When I look at images from old Delia’s catalogs, I get so nostalgic and feel proud of how many pictures of me are floating around out there wearing outfits so close to the ones worn by those six girls who modeled for Delia’s. I might not have ordered them straight from the catalog, but I had those polyester track pants. I wore those sweaters with the horizontal stripes across the chest with baggy jeans and a messenger bag. I had glasses with orange lenses. I rocked plaid pants and terrycloth polo shirts. I had a 100-count package of colorful plastic baby barrettes that I used to clip my overgrown bangs to the side of my head a la Donna Martin from 90210. I wore glow-in-the-dark body glitter as eyeshadow. And blush. And lip gloss. I had a Caboodle full of friendship bracelets and Hard Candy nail polish. I bared my mid-drift under overalls. I smudged Urban Decay yellow eyeshadow around my eyes for that Courtney Love heroin chic look. And the chokers. Oh, the chokers.
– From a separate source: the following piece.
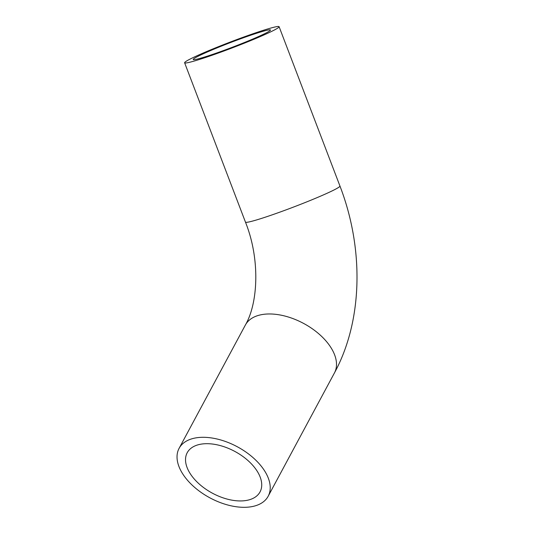 <?xml version="1.0" encoding="UTF-8"?>
<svg xmlns="http://www.w3.org/2000/svg" width="534" height="534" viewBox="0 0 534 534"><rect width="100%" height="100%" fill="white"/><g stroke="black" fill="none" stroke-linecap="round" stroke-linejoin="round"><path stroke-width="0.8" d="M197.36 445.022A41.352 23.703 28.3 0 1 243.704 457.071A41.352 23.703 28.3 0 1 260.051 491.887A41.352 23.703 28.3 0 1 212.405 493.189A41.352 23.703 28.3 0 1 187.2 452.739A41.352 23.703 28.3 0 1 197.36 445.022M204.836 56.944A41.352 2.523 159.1 0 1 193.228 59.494A41.352 2.523 159.1 0 1 230.962 42.386A41.352 2.523 159.1 0 1 270.491 29.984A41.352 2.523 159.1 0 1 247.255 41.358A41.352 2.523 159.1 0 1 204.836 56.944M255.746 505.685A50.57 28.983 -151.7 0 0 268.168 496.253A50.57 28.983 -151.7 0 0 237.35 446.784A50.57 28.983 -151.7 0 0 179.084 448.373A50.57 28.983 -151.7 0 0 199.082 490.953A50.57 28.983 -151.7 0 0 255.746 505.685M264.904 29.817A50.57 3.084 159.1 0 1 279.102 26.7A50.57 3.084 159.1 0 1 232.957 47.619A50.57 3.084 159.1 0 1 184.617 62.778A50.57 3.084 159.1 0 1 213.033 48.874A50.57 3.084 159.1 0 1 264.904 29.817M279.102 26.7L339.944 186.032C363.961 248.31 363.053 320.213 334.458 372.906A50.57 28.983 -151.7 0 0 314.459 330.332A50.57 28.983 -151.7 0 0 257.795 315.594A50.57 28.983 -151.7 0 0 245.373 325.032L179.084 448.373M339.944 186.032A50.57 3.084 159.1 0 1 311.529 199.943A50.57 3.084 159.1 0 1 259.657 219A50.57 3.084 159.1 0 1 245.46 222.117C260.365 259.25 258.109 303.185 245.373 325.032M334.458 372.906L268.168 496.253M184.617 62.778L245.46 222.117"/></g></svg>
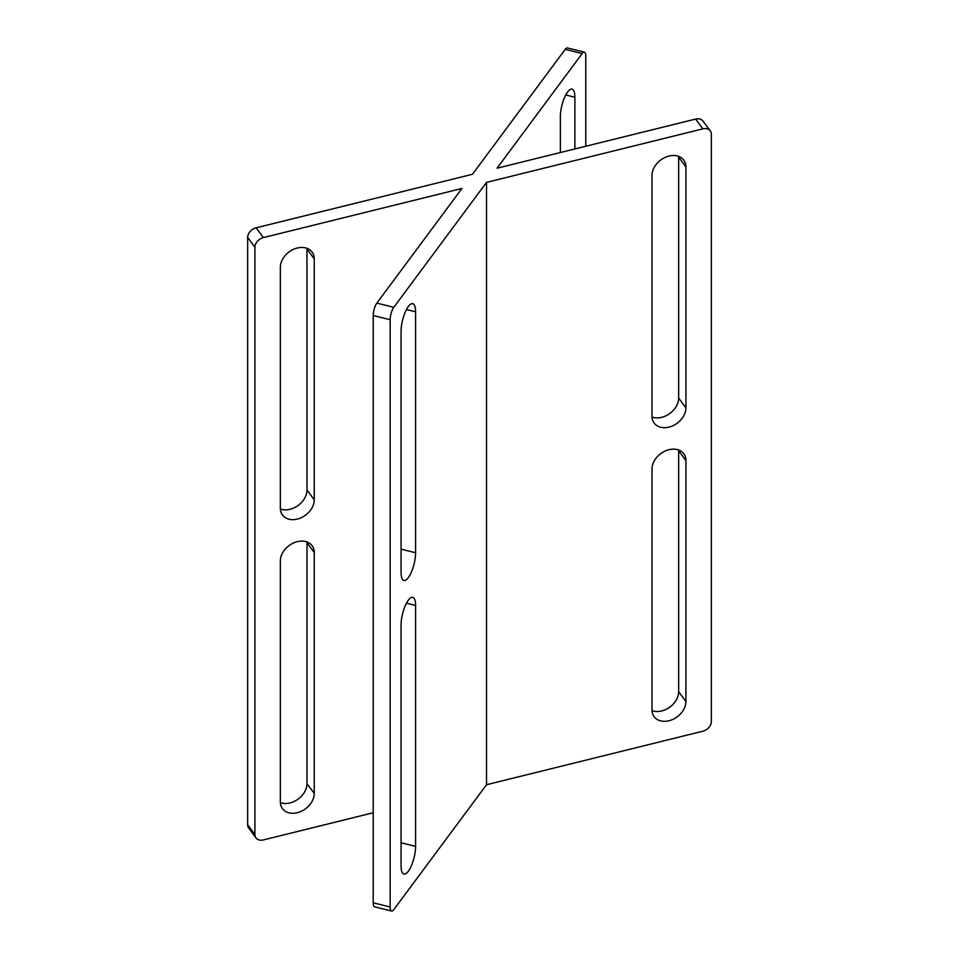 <?xml version="1.0" encoding="UTF-8"?>
<svg xmlns="http://www.w3.org/2000/svg" width="959" height="959" viewBox="0 0 959 959"><rect width="100%" height="100%" fill="white"/><g stroke="black" fill="none" stroke-linecap="round" stroke-linejoin="round"><path stroke-width="1.44" d="M256.125 227.81L263.389 237.592A9.218 6.917 143.4 0 0 254.914 247.23L247.65 237.436A9.218 6.917 -36.6 0 1 256.125 227.81L472.475 174.274L565.199 49.377A9.218 2.961 -76.1 0 1 567.416 47.95L584.367 52.146A9.218 2.961 103.9 0 0 582.149 53.572L497.062 168.197L695.611 119.072A9.218 6.917 -36.6 0 1 703.007 121.098L710.271 130.892A9.218 6.917 143.4 0 0 702.875 128.854L695.611 119.072M584.367 52.146A9.218 2.961 103.9 0 1 585.781 56.197L585.781 146.248M560.356 152.541L560.356 116.806A18.437 5.934 -76.1 0 1 564.407 97.83A18.437 5.934 -76.1 0 1 572.043 89.115A18.437 5.934 -76.1 0 1 574.885 97.231L574.885 148.945M486.525 784.726L486.525 182.39L393.801 307.3A9.218 2.961 103.9 0 0 390.169 319.719L390.169 906.986A9.218 2.961 103.9 0 0 391.584 911.05A9.218 2.961 103.9 0 0 393.801 909.623L486.525 784.726L702.875 731.19A9.218 6.917 143.4 0 0 711.35 721.564L711.35 134.284A9.218 6.917 143.4 0 0 710.271 130.892M415.595 605.453L415.595 846.389A18.437 5.934 -76.1 0 1 411.543 865.354A18.437 5.934 -76.1 0 1 403.907 874.081A18.437 5.934 -76.1 0 1 401.066 865.965L401.066 625.028A18.437 5.934 -76.1 0 1 405.118 606.052A18.437 5.934 -76.1 0 1 412.766 597.337A18.437 5.934 -76.1 0 1 415.595 605.453L406.472 603.199M401.066 572.319L401.066 331.394A18.437 5.934 -76.1 0 1 405.118 312.418A18.437 5.934 -76.1 0 1 412.766 303.703A18.437 5.934 -76.1 0 1 415.595 311.819L415.595 552.756A18.437 5.934 -76.1 0 1 411.543 571.72A18.437 5.934 -76.1 0 1 403.907 580.435A18.437 5.934 -76.1 0 1 401.066 572.319M391.584 911.05L374.633 906.854A9.218 2.961 -76.1 0 1 373.219 902.803L390.169 906.986M390.169 319.719L373.219 315.523L373.219 902.803M373.219 315.523A9.218 2.961 -76.1 0 1 376.851 303.104L461.938 188.467L263.389 237.592M652.012 175.317L652.012 416.254A18.437 13.846 143.4 0 0 654.158 423.051A18.437 13.846 143.4 0 0 673.23 425.58A18.437 13.846 143.4 0 0 685.925 407.863L685.925 166.938A18.437 13.846 143.4 0 0 683.779 160.129A18.437 13.846 143.4 0 0 664.707 157.612A18.437 13.846 143.4 0 0 652.012 175.317M685.925 701.497L685.925 460.572A18.437 13.846 143.4 0 0 683.779 453.775A18.437 13.846 143.4 0 0 664.707 451.245A18.437 13.846 143.4 0 0 652.012 468.963L652.012 709.888A18.437 13.846 143.4 0 0 654.158 716.685A18.437 13.846 143.4 0 0 673.23 719.214A18.437 13.846 143.4 0 0 685.925 701.497L678.66 691.715L678.66 450.778A18.437 13.846 143.4 0 0 678.636 449.999M486.525 182.39L702.875 128.854M652.036 417.033A18.437 13.846 143.4 0 0 669.562 413.665A18.437 13.846 143.4 0 0 678.66 398.081L678.66 157.144A18.437 13.846 143.4 0 0 678.636 156.365M652.036 710.667A18.437 13.846 143.4 0 0 669.562 707.31A18.437 13.846 143.4 0 0 678.66 691.715M254.914 247.23L254.914 834.498A9.218 6.917 143.4 0 0 255.993 837.902A9.218 6.917 143.4 0 0 263.389 839.928L373.219 812.752M306.964 248.333A18.437 13.846 -36.6 0 1 306.988 249.112L306.988 490.037A18.437 13.846 -36.6 0 1 297.889 505.633A18.437 13.846 -36.6 0 1 280.364 509.001M306.964 541.967A18.437 13.846 -36.6 0 1 306.988 542.746L306.988 783.683A18.437 13.846 -36.6 0 1 297.889 799.267A18.437 13.846 -36.6 0 1 280.364 802.635M255.993 837.902L248.729 828.108A9.218 6.917 -36.6 0 1 247.65 824.716L254.914 834.498M247.65 237.436L247.65 824.716M280.34 508.222L280.34 267.285A18.437 13.846 -36.6 0 1 293.034 249.568A18.437 13.846 -36.6 0 1 312.107 252.097A18.437 13.846 -36.6 0 1 314.252 258.894L314.252 499.831A18.437 13.846 -36.6 0 1 301.558 517.548A18.437 13.846 -36.6 0 1 282.485 515.019A18.437 13.846 -36.6 0 1 280.34 508.222M314.252 552.528L314.252 793.465A18.437 13.846 -36.6 0 1 301.558 811.182A18.437 13.846 -36.6 0 1 282.485 808.653A18.437 13.846 -36.6 0 1 280.34 801.856L280.34 560.919A18.437 13.846 -36.6 0 1 293.034 543.202A18.437 13.846 -36.6 0 1 312.107 545.731A18.437 13.846 -36.6 0 1 314.252 552.528L306.988 542.746M376.851 303.104L393.801 307.3M582.149 53.572L565.199 49.377M678.66 450.778L685.925 460.572M678.66 157.144L685.925 166.938M678.66 398.081L685.925 407.863M401.066 842.793L415.595 846.389M406.472 309.553L415.595 311.819M401.066 549.159L415.595 552.756M574.885 97.231L565.762 94.977M314.252 793.465L306.988 783.683M314.252 258.894L306.988 249.112M314.252 499.831L306.988 490.037"/></g></svg>

One of my favorite ‘90s pieces was a pink babydoll sweater dress with heart-shaped pockets on the front. I loved it not just because it was beautiful, but also because, at 11 years old, it was my first piece of clothing from Contempo Casuals. It represented finally filling out a size zero and being able to shop in the juniors’ stores! From that day on, I only wanted to shop. My favorite pass-time was spending other people’s money on fleeting trends that were not appropriate for my age. Some things never change.
That's the Dress!
I don't know why I don't look more excited about it. I think I was channeling my inner Kate Moss...If Kate Moss were ever photographed with geraniums in her grandparents' back yard.
I came to understand fashion devastation for the first time when that dress got mixed up in the laundry and shrunk to a comical size that I couldn’t even have worn as a shirt—and that’s saying something because I was still in a training bra. I mean whose idea was it to make junior’s fashion with such delicate care instructions? In the years to come, I would grieve over many other important pieces. I got furious over a polyester paisley disco style dress that I lent to a friend, right after I bought over summer break, when she showed up wearing it on the first day of school, before anyone has seen me in it! I lost too many shiny shirts to snags. I would even mourn outfits that I simply outgrew as I got taller and became (ever so) slightly more womanly.
I love looking back at that time when I embraced everything it was to be a fashionista of the ‘90s. I’m happy knowing that I’ve woven all those polyester prints into the fabric of my life. But that is not to say I’m not responsible for my fair share of fashion offenses. I’d almost be embarrassed about my occasional fashion faux pas if they weren’t so perfectly ‘90s.
I abused my feet with high-heeled jellies.
I wore Jncos so wide you’d have thought each of my legs was wearing its own skirt.
I channeled my inner T-Boz with men’s boxers, worn exposed under low-slung jeans, and let’s be honest, sometimes just as shorts.
I wore knee-high tube socks with those Adidas shower shoes usually reserved for prison inmates.
My worst offense was not being able to commit to one look in one outfit. I once wore combat boots, baggy jeans with boxer underneath, a halter top, and a wide-brimmed black hat that folded up in the front with a big-ass red flower. It was like Blossom, Aaliyah, and Gwen Stefani collided into one hot mess.
I know that a quick Google image search for “Delia’s catalog” will turn up some gems, but sometimes I wish I were a little more of a hoarder and maybe kept some of my catalogs or a few copies of YM or Sassy. I’d love to revisit those fashion yearbooks.
Also, if you have any pictures of me in the ‘90s, kick down!